Work task
Nothing outside the range is wanted. Repeat exactly the lines below from the one with "UPPER_SCREW_YS = (26.85, -26.0)" through the one with "for sign in".

Items from a data source
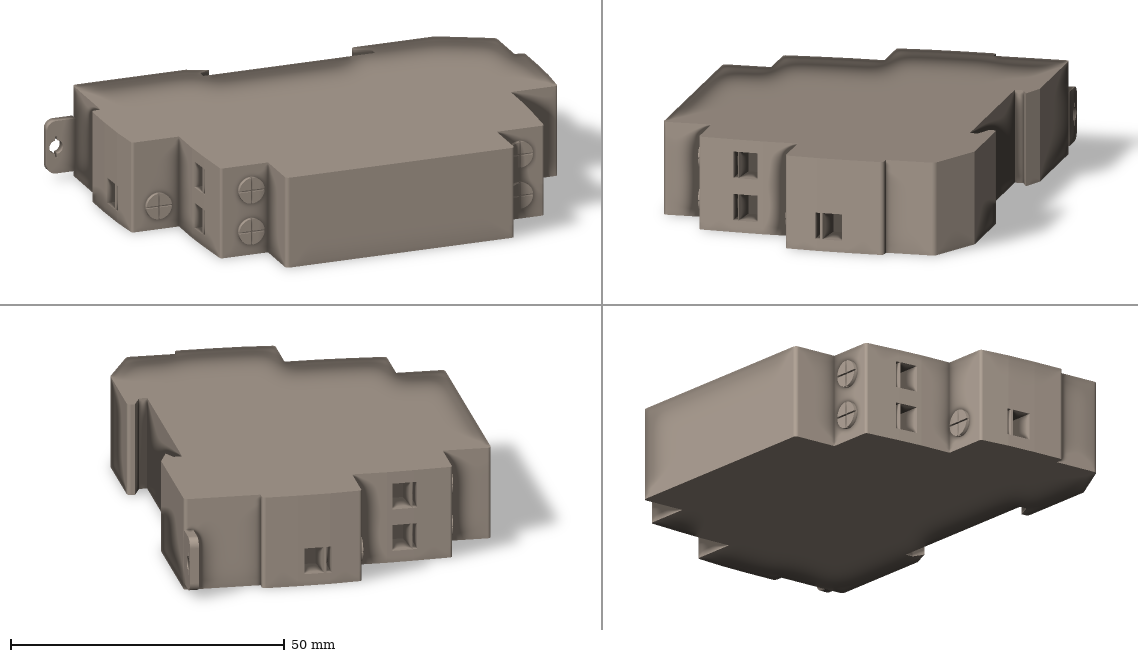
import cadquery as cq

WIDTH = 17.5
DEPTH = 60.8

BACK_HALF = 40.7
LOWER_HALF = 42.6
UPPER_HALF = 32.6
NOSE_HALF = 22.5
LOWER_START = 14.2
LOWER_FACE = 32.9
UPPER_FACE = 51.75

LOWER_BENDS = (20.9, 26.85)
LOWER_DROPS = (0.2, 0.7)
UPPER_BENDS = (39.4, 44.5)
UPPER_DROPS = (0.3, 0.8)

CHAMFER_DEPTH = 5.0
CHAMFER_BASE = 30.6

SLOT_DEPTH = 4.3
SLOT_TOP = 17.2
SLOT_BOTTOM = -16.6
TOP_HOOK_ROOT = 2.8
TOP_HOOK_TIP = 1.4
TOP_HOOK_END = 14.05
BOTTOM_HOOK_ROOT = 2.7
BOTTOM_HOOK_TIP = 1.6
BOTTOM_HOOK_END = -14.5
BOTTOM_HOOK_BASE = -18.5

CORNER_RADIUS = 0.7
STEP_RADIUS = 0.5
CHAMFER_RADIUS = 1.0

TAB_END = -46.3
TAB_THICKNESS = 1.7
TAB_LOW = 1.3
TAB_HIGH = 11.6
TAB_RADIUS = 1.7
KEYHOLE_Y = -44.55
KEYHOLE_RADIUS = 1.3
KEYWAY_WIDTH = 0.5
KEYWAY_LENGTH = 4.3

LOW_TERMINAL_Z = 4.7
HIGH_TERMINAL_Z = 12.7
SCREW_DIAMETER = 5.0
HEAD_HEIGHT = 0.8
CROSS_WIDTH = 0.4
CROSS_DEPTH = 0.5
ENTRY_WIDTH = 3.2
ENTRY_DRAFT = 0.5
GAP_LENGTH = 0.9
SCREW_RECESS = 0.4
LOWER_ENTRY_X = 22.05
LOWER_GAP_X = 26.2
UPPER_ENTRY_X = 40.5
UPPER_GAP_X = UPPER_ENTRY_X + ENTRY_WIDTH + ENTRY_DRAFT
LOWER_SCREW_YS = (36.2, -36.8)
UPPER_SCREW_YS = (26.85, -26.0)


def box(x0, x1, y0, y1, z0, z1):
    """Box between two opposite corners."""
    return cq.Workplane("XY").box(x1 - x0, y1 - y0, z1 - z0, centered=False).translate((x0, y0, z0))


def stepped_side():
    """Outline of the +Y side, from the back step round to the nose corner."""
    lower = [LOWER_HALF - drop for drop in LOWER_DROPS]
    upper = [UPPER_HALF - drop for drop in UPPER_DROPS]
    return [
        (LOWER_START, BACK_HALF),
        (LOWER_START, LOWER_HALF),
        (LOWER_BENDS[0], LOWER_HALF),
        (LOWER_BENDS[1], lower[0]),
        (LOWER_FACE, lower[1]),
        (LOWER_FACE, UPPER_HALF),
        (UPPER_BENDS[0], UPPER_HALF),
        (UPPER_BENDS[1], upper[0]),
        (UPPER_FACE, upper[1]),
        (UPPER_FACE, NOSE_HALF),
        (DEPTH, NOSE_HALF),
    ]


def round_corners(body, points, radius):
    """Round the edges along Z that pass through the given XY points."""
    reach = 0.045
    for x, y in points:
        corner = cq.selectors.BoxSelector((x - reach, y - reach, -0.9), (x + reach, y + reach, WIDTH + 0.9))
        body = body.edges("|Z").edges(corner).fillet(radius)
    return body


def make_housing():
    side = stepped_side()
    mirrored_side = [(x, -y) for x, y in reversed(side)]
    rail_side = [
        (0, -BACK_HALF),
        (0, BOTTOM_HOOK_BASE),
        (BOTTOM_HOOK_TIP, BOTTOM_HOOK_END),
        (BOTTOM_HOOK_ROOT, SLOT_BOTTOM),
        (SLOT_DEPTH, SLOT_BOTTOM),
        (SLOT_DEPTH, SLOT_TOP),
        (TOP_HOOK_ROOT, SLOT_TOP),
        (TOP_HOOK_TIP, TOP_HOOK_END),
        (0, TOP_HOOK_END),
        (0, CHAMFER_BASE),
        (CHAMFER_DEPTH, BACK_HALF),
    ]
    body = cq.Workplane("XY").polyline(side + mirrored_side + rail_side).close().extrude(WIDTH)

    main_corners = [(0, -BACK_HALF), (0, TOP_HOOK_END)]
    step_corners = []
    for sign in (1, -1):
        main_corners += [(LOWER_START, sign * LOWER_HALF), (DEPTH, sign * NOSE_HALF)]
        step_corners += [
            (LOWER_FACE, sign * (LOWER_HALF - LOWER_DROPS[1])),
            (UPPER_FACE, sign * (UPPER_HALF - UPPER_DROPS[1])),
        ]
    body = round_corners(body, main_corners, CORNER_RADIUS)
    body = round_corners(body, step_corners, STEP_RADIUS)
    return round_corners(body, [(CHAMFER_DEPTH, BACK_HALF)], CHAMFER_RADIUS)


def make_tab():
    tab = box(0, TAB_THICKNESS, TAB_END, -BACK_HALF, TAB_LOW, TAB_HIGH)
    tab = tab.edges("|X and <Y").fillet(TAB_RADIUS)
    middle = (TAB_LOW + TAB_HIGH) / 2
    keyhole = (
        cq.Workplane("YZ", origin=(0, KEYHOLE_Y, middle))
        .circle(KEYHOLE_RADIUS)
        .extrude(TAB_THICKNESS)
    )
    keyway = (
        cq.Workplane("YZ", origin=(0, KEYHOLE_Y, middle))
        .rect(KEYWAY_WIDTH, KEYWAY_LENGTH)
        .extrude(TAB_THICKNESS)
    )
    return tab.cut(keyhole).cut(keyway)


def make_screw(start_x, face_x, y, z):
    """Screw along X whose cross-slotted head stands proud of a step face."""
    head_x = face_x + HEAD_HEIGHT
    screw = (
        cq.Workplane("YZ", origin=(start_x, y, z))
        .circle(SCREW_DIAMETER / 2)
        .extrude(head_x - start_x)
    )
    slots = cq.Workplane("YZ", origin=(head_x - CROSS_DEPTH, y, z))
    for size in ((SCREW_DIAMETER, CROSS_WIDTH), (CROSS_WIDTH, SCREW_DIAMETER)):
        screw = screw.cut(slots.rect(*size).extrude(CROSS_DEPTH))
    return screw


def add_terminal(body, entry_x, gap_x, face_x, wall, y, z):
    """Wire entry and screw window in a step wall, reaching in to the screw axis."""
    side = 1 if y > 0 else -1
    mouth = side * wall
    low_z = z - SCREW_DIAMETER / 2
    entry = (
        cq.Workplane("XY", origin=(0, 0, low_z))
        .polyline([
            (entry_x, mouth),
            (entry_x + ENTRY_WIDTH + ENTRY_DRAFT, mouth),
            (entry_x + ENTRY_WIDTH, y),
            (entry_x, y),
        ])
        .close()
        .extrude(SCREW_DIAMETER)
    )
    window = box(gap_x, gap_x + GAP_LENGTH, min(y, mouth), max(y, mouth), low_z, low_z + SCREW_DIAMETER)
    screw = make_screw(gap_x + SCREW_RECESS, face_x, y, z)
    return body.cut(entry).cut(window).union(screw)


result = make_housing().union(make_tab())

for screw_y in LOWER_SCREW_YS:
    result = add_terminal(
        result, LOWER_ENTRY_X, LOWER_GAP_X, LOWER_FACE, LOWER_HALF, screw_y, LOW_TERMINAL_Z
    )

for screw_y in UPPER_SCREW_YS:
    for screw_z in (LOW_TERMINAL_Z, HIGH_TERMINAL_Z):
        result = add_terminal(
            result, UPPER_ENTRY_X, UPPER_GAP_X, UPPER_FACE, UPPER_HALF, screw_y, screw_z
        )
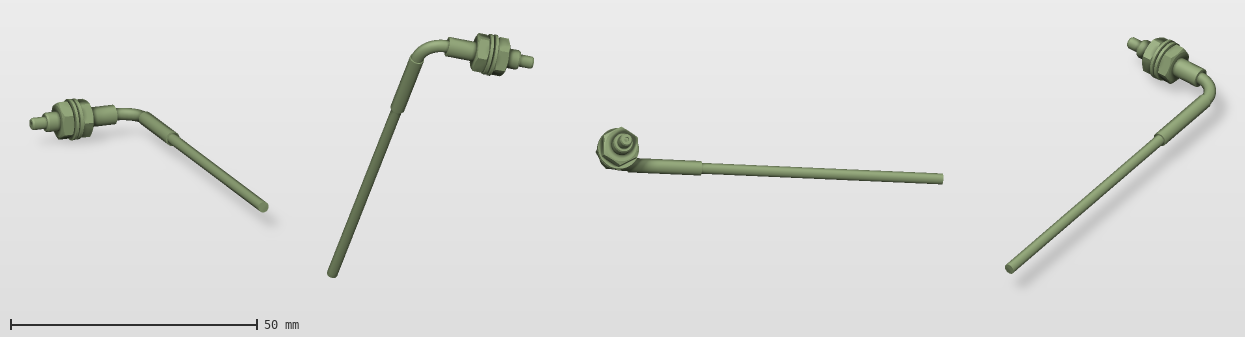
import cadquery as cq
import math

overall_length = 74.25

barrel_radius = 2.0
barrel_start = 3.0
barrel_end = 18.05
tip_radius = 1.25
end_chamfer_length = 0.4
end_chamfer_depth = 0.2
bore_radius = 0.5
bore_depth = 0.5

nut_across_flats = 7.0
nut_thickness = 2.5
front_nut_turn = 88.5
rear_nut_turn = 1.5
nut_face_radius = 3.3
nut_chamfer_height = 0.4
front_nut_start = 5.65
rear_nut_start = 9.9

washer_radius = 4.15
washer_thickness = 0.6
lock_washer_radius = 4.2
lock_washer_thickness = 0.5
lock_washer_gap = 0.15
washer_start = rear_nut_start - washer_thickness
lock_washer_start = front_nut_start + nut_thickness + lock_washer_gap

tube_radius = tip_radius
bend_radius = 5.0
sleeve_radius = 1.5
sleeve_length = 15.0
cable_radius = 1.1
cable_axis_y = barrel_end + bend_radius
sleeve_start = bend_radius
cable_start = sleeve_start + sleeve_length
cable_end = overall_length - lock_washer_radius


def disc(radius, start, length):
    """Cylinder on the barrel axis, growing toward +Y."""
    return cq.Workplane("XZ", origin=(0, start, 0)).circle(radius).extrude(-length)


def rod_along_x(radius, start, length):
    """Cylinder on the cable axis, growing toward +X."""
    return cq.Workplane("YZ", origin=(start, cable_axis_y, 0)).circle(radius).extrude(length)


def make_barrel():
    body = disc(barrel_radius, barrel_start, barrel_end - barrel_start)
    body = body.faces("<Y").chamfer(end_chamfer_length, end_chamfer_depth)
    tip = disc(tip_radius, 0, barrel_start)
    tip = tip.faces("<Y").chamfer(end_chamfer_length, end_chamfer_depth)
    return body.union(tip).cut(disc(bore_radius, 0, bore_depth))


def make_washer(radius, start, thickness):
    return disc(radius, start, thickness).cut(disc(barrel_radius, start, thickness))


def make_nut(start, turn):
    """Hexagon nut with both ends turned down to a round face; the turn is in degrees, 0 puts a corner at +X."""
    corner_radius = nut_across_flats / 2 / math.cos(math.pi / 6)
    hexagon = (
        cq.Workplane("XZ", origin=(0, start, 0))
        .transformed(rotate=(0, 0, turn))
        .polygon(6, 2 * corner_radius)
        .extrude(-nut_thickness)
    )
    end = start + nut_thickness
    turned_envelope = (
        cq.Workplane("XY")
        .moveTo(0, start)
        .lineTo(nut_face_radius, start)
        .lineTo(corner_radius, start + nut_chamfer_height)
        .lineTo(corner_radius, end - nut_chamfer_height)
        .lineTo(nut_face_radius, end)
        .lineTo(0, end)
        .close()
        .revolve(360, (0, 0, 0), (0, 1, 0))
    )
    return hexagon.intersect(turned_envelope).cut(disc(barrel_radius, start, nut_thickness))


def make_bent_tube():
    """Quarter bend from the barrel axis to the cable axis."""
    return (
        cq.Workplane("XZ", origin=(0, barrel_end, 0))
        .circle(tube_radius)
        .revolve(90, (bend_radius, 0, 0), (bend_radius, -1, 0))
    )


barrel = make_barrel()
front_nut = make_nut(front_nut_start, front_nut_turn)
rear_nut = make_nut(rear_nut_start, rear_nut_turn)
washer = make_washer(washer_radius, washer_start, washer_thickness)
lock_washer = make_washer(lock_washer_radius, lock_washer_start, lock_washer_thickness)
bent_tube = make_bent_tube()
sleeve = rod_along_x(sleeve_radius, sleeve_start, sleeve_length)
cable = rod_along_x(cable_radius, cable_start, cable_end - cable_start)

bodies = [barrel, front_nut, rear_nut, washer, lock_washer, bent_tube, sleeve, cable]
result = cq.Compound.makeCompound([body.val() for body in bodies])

Problem solution
UPPER_SCREW_YS = (26.85, -26.0)


def box(x0, x1, y0, y1, z0, z1):
    """Box between two opposite corners."""
    return cq.Workplane("XY").box(x1 - x0, y1 - y0, z1 - z0, centered=False).translate((x0, y0, z0))


def stepped_side():
    """Outline of the +Y side, from the back step round to the nose corner."""
    lower = [LOWER_HALF - drop for drop in LOWER_DROPS]
    upper = [UPPER_HALF - drop for drop in UPPER_DROPS]
    return [
        (LOWER_START, BACK_HALF),
        (LOWER_START, LOWER_HALF),
        (LOWER_BENDS[0], LOWER_HALF),
        (LOWER_BENDS[1], lower[0]),
        (LOWER_FACE, lower[1]),
        (LOWER_FACE, UPPER_HALF),
        (UPPER_BENDS[0], UPPER_HALF),
        (UPPER_BENDS[1], upper[0]),
        (UPPER_FACE, upper[1]),
        (UPPER_FACE, NOSE_HALF),
        (DEPTH, NOSE_HALF),
    ]


def round_corners(body, points, radius):
    """Round the edges along Z that pass through the given XY points."""
    reach = 0.045
    for x, y in points:
        corner = cq.selectors.BoxSelector((x - reach, y - reach, -0.9), (x + reach, y + reach, WIDTH + 0.9))
        body = body.edges("|Z").edges(corner).fillet(radius)
    return body


def make_housing():
    side = stepped_side()
    mirrored_side = [(x, -y) for x, y in reversed(side)]
    rail_side = [
        (0, -BACK_HALF),
        (0, BOTTOM_HOOK_BASE),
        (BOTTOM_HOOK_TIP, BOTTOM_HOOK_END),
        (BOTTOM_HOOK_ROOT, SLOT_BOTTOM),
        (SLOT_DEPTH, SLOT_BOTTOM),
        (SLOT_DEPTH, SLOT_TOP),
        (TOP_HOOK_ROOT, SLOT_TOP),
        (TOP_HOOK_TIP, TOP_HOOK_END),
        (0, TOP_HOOK_END),
        (0, CHAMFER_BASE),
        (CHAMFER_DEPTH, BACK_HALF),
    ]
    body = cq.Workplane("XY").polyline(side + mirrored_side + rail_side).close().extrude(WIDTH)

    main_corners = [(0, -BACK_HALF), (0, TOP_HOOK_END)]
    step_corners = []
    for sign in (1, -1):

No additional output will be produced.